Input records:
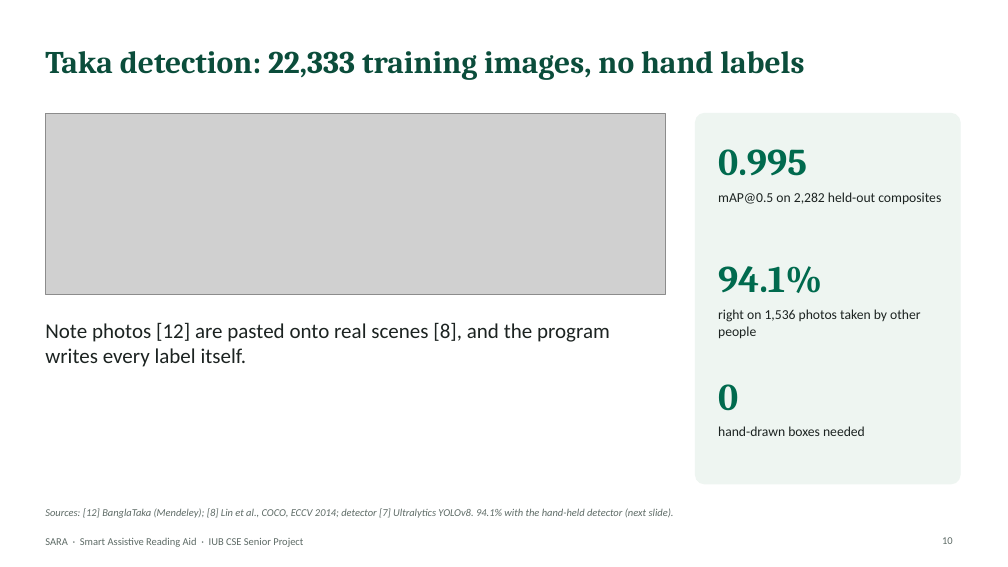
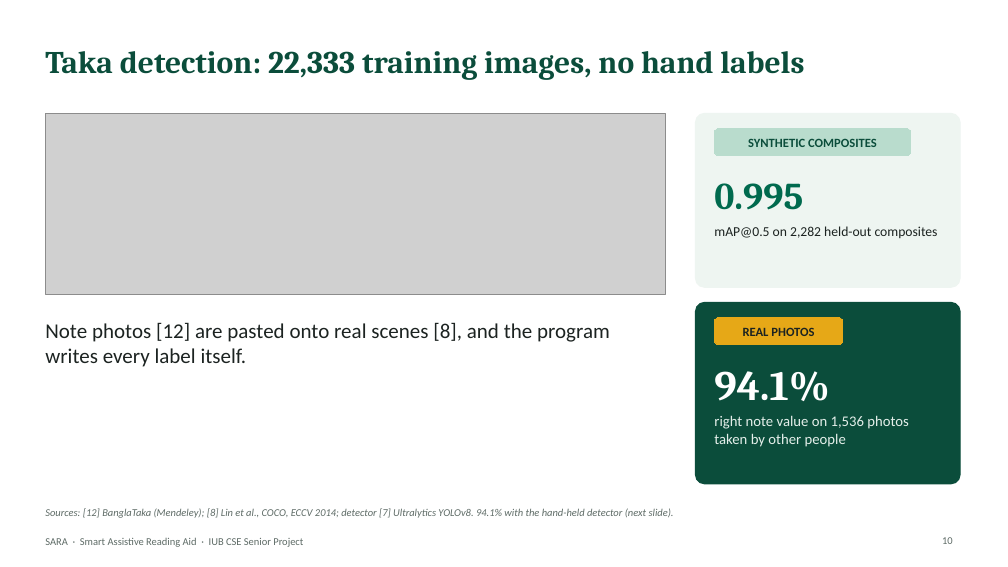
Before and after one commit to aflam330/Senior_project_wearable_glass_for_blind_people_using_ocr_and_ylo, a slide deck: slide 10 of Thesis Report and paper/thesis report/slides/SARA_Presentation.pptx. Drawn at 1008x567 pixels with LibreOffice and Linux fonts; fonts in the diff are those of the drawing; grey boxes stand for pictures. Boxes give left, top, right and bottom in pixels: in the first picture for what was removed or moved away, otherwise in the second. Text is boxed around its words. In the diff, an @@ line names an element or a change of style, - is before the commit and + after.

```diff
--- a/Thesis Report and paper/thesis report/slides/SARA_Presentation.pptx
+++ b/Thesis Report and paper/thesis report/slides/SARA_Presentation.pptx
@@ rounded rectangle: place and size @@
-rounded rectangle at [696,113,960,484]
+rounded rectangle at [696,113,960,287]
@@ rounded rectangle at [696,113,960,287]: proportions changed @@
@@ rounded rectangle added at [715,129,911,156], fill #B9DCCD, outline #B9DCCD 0.75 pt, 12 pt, text #0B4D3B, bold @@
+SYNTHETIC COMPOSITES
@@ text "0.995": place and size @@
-text "0.995" at [718,149,807,176]
+text "0.995" at [714,183,803,210]
@@ text "mAP@0.5 on 2,282 held-out composites": place and size @@
-text "mAP@0.5 on 2,282 held-out composites" at [718,192,941,205]
+text "mAP@0.5 on 2,282 held-out composites" at [714,226,938,238]
@@ rounded rectangle added at [696,302,960,484], fill #0B4D3B, outline #0B4D3B 1 pt @@
@@ rounded rectangle added at [715,318,843,345], fill #E6A817, outline #E6A817 0.75 pt, 12 pt, text #1C2321, bold @@
+REAL PHOTOS
@@ text "94.1%": place and size @@
-text "94.1%" at [718,266,822,293]
+text "94.1%" at [714,371,829,401]
@@ text "94.1%" at [714,371,829,401]: size 36 to 40 pt, text colour #006A4E to #FFFFFF @@
@@ text removed at [718,384,738,411] @@
-0
@@ text at [714,415,909,447]: text changed; size 13 to 14 pt; text colour #1C2321 to #E4EFEA @@
-right on 1,536 photos taken by other people
+right note value on 1,536 photos taken by other people
@@ text removed at [718,426,865,436] @@
-hand-drawn boxes needed
```
Also in this commit, not shown: 17 other slides changed, 7 other files.

Work request: Restate each of the entries above word for word and skip every image.

Exercise answer:
Before and after one commit to aflam330/Senior_project_wearable_glass_for_blind_people_using_ocr_and_ylo, a slide deck: slide 10 of Thesis Report and paper/thesis report/slides/SARA_Presentation.pptx. Drawn at 1008x567 pixels with LibreOffice and Linux fonts; fonts in the diff are those of the drawing; grey boxes stand for pictures. Boxes give left, top, right and bottom in pixels: in the first picture for what was removed or moved away, otherwise in the second. Text is boxed around its words. In the diff, an @@ line names an element or a change of style, - is before the commit and + after.

```diff
--- a/Thesis Report and paper/thesis report/slides/SARA_Presentation.pptx
+++ b/Thesis Report and paper/thesis report/slides/SARA_Presentation.pptx
@@ rounded rectangle: place and size @@
-rounded rectangle at [696,113,960,484]
+rounded rectangle at [696,113,960,287]
@@ rounded rectangle at [696,113,960,287]: proportions changed @@
@@ rounded rectangle added at [715,129,911,156], fill #B9DCCD, outline #B9DCCD 0.75 pt, 12 pt, text #0B4D3B, bold @@
+SYNTHETIC COMPOSITES
@@ text "0.995": place and size @@
-text "0.995" at [718,149,807,176]
+text "0.995" at [714,183,803,210]
@@ text "mAP@0.5 on 2,282 held-out composites": place and size @@
-text "mAP@0.5 on 2,282 held-out composites" at [718,192,941,205]
+text "mAP@0.5 on 2,282 held-out composites" at [714,226,938,238]
@@ rounded rectangle added at [696,302,960,484], fill #0B4D3B, outline #0B4D3B 1 pt @@
@@ rounded rectangle added at [715,318,843,345], fill #E6A817, outline #E6A817 0.75 pt, 12 pt, text #1C2321, bold @@
+REAL PHOTOS
@@ text "94.1%": place and size @@
-text "94.1%" at [718,266,822,293]
+text "94.1%" at [714,371,829,401]
@@ text "94.1%" at [714,371,829,401]: size 36 to 40 pt, text colour #006A4E to #FFFFFF @@
@@ text removed at [718,384,738,411] @@
-0
@@ text at [714,415,909,447]: text changed; size 13 to 14 pt; text colour #1C2321 to #E4EFEA @@
-right on 1,536 photos taken by other people
+right note value on 1,536 photos taken by other people
@@ text removed at [718,426,865,436] @@
-hand-drawn boxes needed
```
Also in this commit, not shown: 17 other slides changed, 7 other files.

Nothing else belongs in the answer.